A firm has applied for a loan with the goal to fund a risky project. The bank is considering whether to grant a loan to the firm. The bank knows that the firm may choose between two projects: A or B. The return of these two projects is described below.

A: Invest 40 and obtain 300 with probability 0.3 and 0 with probability 0.7.

B: Invest 40 and obtain 200 with probability 0.6 and 0 with probability 0.4. The choice, made by the firm, of which project to invest in is not verifiable by the bank. However, the outcome of the project (i.e., whether the firm obtains 300, 200 or 0) is verifiable. The bank is a monopolist in the lending market (that is, there is no other bank that can grant a loan to the firm) and the bank can guarantee to obtain 45 for lending 40 of its funds elsewhere.
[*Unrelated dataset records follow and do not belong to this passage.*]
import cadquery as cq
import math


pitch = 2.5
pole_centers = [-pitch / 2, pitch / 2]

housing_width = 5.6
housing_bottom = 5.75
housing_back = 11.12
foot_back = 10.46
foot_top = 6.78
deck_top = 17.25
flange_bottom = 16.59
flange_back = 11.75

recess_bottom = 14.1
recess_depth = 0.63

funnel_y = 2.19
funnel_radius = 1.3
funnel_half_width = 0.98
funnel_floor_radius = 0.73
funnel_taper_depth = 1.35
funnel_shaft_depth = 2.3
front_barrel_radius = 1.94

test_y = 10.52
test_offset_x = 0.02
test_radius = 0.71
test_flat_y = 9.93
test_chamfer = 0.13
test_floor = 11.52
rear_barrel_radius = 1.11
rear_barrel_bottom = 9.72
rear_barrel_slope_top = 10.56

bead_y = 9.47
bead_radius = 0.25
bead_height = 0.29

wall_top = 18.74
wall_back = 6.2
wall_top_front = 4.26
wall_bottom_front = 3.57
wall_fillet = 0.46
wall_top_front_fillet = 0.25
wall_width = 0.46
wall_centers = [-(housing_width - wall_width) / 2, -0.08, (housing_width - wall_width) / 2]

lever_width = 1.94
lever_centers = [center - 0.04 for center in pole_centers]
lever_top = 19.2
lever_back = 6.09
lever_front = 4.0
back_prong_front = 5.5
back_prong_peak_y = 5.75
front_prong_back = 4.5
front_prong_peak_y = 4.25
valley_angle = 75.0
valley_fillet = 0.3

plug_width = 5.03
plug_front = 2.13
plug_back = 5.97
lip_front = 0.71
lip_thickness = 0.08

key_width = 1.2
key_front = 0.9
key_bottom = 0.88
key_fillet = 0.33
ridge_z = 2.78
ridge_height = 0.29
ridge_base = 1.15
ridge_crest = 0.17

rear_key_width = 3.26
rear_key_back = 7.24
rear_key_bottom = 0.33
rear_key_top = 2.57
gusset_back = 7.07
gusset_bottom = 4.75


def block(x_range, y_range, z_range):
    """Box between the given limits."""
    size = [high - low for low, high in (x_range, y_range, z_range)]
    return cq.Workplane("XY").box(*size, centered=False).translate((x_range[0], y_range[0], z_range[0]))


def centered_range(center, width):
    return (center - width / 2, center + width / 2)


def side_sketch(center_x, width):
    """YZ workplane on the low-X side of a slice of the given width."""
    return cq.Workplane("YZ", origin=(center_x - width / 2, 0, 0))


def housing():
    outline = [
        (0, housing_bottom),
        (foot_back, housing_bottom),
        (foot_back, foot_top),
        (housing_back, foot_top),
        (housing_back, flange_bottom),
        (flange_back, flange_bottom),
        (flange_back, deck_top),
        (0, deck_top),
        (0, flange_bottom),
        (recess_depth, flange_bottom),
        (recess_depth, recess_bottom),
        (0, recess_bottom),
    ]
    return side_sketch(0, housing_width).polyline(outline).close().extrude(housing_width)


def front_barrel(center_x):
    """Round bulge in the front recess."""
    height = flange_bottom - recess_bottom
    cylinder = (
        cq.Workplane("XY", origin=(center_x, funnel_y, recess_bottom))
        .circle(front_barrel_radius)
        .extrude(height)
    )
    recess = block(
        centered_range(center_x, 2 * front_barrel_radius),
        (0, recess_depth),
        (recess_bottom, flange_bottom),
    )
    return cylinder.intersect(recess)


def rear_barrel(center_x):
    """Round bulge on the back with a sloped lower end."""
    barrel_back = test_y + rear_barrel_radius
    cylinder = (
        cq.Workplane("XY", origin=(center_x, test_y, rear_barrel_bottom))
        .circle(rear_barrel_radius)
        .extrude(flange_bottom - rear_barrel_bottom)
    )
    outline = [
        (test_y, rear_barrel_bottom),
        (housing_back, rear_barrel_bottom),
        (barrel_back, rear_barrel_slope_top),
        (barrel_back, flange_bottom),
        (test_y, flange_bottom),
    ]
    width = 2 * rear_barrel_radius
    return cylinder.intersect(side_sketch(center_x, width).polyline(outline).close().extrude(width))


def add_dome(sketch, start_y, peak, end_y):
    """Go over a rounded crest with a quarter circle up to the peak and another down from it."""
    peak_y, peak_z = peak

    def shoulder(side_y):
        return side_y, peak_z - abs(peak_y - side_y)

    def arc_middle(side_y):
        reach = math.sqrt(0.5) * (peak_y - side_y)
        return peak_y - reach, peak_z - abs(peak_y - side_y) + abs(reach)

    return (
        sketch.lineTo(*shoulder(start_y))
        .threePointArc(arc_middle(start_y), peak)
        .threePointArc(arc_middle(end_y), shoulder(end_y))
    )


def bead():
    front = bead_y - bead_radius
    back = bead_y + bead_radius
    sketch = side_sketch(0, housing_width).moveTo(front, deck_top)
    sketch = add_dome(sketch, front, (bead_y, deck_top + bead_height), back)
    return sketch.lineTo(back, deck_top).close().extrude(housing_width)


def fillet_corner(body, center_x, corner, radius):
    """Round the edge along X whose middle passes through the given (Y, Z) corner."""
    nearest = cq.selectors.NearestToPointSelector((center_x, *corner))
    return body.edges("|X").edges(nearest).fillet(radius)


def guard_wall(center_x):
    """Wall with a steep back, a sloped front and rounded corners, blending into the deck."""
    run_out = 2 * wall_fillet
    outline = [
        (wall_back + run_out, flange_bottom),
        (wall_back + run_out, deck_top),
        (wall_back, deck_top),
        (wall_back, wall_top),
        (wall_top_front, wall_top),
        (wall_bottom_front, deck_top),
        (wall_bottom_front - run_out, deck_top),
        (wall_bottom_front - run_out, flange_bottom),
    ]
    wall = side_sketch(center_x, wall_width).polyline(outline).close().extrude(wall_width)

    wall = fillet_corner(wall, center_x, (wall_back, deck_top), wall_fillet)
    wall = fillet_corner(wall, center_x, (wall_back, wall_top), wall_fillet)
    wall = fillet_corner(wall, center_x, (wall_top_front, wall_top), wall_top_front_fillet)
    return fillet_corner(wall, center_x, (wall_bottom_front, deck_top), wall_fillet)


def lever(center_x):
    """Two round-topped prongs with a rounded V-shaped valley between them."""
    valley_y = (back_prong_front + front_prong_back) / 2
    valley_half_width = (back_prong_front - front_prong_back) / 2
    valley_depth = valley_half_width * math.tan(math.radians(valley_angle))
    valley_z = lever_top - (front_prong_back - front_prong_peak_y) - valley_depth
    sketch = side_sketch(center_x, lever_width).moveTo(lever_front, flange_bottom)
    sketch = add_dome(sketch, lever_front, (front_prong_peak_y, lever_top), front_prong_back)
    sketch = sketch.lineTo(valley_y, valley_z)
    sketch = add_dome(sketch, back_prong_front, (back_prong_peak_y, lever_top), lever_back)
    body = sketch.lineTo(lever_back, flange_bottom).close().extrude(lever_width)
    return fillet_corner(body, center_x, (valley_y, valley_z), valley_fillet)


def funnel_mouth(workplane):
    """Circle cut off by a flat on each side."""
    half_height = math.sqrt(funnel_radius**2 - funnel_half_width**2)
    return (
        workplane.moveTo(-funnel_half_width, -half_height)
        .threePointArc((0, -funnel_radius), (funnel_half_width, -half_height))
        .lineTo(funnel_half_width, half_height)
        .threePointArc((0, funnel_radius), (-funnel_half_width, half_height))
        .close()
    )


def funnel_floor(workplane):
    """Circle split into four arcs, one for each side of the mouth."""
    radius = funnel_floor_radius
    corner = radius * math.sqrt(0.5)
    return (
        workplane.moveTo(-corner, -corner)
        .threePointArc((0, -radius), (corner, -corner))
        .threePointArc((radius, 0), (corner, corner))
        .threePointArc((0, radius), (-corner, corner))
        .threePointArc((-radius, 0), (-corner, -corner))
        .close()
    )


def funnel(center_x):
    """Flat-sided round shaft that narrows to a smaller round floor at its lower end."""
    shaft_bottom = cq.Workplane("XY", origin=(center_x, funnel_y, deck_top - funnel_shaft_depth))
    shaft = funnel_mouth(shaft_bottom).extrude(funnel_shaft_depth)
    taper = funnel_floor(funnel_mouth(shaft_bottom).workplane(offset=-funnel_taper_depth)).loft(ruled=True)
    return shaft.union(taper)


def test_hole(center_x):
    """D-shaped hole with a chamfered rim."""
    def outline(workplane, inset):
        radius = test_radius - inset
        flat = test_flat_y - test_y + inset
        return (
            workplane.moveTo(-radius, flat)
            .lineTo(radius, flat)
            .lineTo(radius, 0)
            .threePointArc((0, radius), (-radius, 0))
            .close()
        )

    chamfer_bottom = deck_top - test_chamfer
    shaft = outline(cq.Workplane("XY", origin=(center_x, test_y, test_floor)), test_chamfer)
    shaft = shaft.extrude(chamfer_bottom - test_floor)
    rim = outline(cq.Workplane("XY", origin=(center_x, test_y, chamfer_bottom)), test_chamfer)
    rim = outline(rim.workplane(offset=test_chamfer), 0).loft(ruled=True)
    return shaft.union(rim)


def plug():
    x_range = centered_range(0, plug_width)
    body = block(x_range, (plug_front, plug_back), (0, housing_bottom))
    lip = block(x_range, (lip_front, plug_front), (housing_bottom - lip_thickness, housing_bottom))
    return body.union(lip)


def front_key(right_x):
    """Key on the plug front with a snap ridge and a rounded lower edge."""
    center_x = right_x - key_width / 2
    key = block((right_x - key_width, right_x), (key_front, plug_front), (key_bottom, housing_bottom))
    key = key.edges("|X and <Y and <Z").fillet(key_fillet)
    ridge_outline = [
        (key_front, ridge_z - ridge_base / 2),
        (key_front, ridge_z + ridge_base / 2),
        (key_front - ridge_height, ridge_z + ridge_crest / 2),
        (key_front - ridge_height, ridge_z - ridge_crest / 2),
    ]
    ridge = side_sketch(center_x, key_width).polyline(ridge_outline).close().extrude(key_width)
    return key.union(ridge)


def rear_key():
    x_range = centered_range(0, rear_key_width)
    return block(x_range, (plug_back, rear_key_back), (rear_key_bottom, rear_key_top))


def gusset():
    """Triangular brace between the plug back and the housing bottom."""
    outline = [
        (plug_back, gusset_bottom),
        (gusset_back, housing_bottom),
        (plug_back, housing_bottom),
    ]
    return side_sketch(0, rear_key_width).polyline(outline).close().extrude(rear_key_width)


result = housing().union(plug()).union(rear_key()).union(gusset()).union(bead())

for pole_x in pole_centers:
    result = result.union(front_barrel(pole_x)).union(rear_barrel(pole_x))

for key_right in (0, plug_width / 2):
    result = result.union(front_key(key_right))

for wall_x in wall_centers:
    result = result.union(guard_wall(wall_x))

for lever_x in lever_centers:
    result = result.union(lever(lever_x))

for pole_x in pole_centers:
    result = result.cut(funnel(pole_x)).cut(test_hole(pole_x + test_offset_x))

The firm does not have funds of its own to carry out the project, so that the firm gets a value of 0 if not funded by the bank. The firm operates with limited liability. A loan contract specifies that the firm will have to pay R in case the implemented project succeeds (that is, if the firms revenue is 200 or 300). Which is the profit-maximizing amount R that the bank should ask the firm to repay in case the implemented project succeeds? Which project will be implemented? Comment on its efficiency.

Note: To resolve indifferences, assume that the firm chooses Project B whenever it is payoff-indifferent between A and B; also, assume that whenever the firm is indifferent between carrying out a given project and not carrying out any project, the firm carries out the project.